Work task: The answer must be every line below that holds the word "freeform".

Record excerpts section start

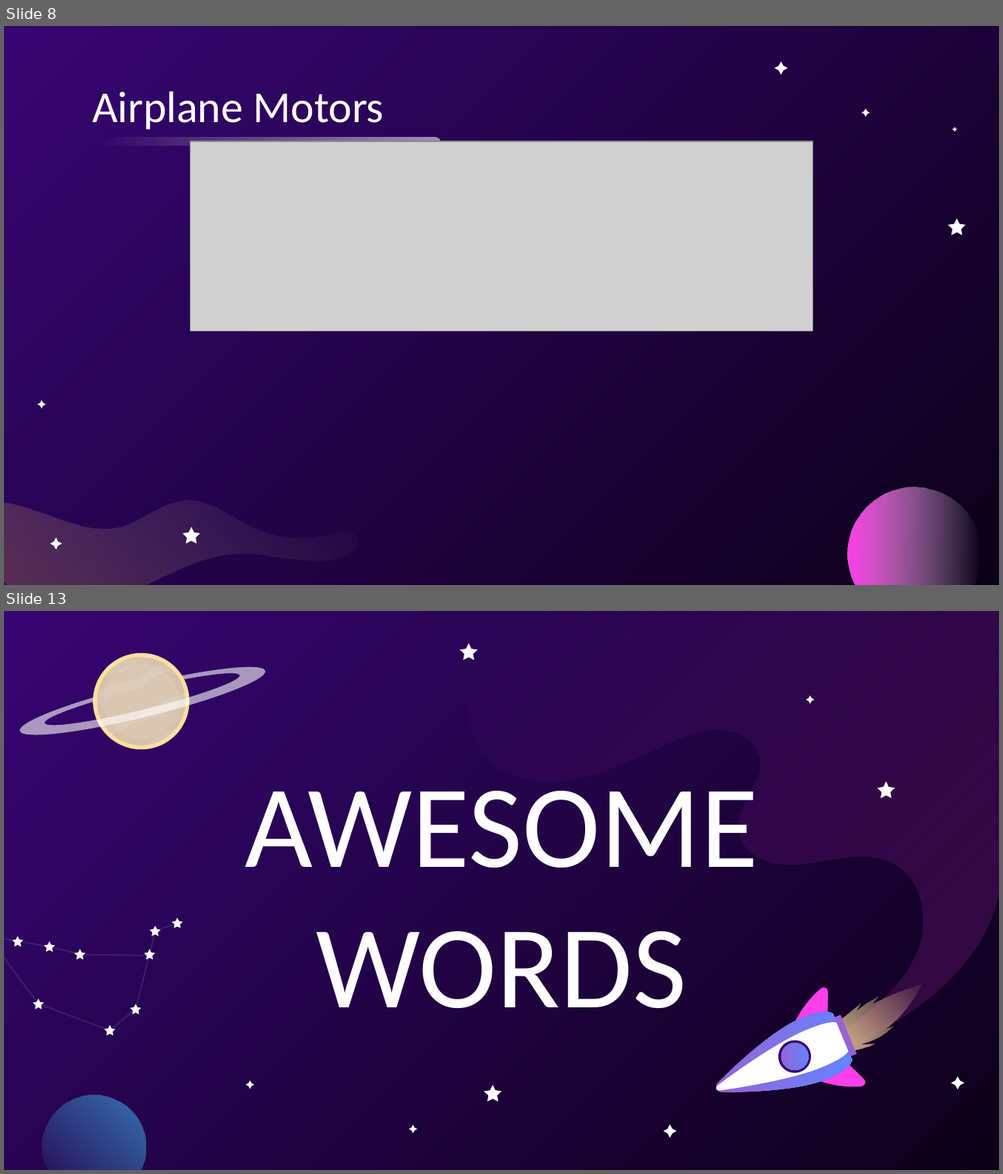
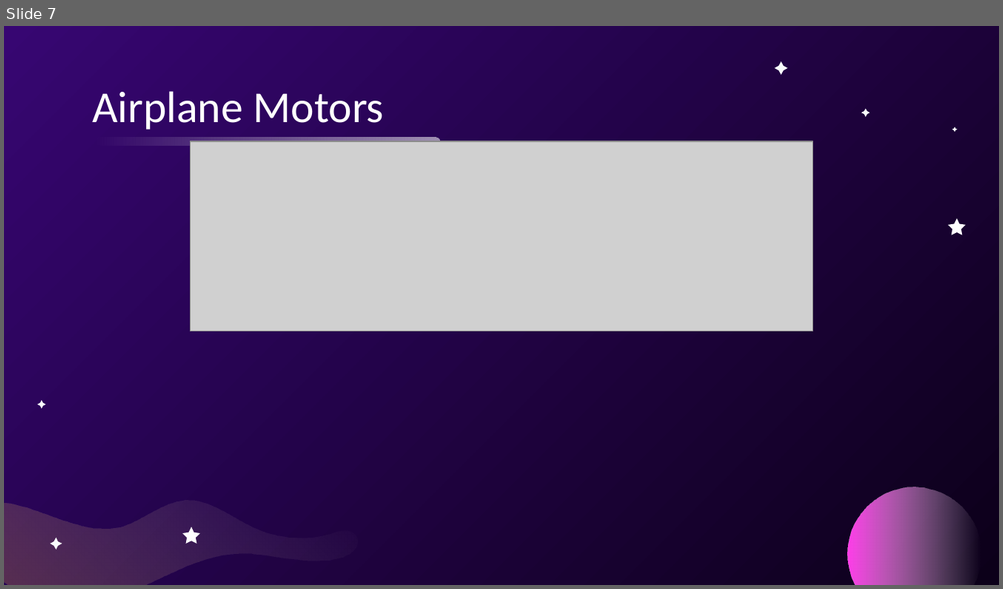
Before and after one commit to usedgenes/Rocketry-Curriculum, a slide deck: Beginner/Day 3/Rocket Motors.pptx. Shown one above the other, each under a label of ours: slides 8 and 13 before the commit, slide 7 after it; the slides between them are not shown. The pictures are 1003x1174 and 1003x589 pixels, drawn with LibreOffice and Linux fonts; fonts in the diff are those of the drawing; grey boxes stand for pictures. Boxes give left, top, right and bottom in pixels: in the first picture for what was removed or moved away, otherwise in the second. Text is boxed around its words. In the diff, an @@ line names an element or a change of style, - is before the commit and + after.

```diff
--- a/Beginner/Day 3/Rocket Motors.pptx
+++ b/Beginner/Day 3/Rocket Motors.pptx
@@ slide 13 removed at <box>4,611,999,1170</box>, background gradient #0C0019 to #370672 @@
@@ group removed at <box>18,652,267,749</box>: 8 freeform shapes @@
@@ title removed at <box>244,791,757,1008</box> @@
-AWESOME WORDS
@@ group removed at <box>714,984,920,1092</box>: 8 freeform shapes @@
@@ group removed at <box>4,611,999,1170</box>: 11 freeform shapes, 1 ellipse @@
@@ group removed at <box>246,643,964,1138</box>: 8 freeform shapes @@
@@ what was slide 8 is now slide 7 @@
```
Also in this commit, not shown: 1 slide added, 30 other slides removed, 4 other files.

Record excerpts section end

Your response:
@@ group removed at <box>18,652,267,749</box>: 8 freeform shapes @@
@@ group removed at <box>714,984,920,1092</box>: 8 freeform shapes @@
@@ group removed at <box>4,611,999,1170</box>: 11 freeform shapes, 1 ellipse @@
@@ group removed at <box>246,643,964,1138</box>: 8 freeform shapes @@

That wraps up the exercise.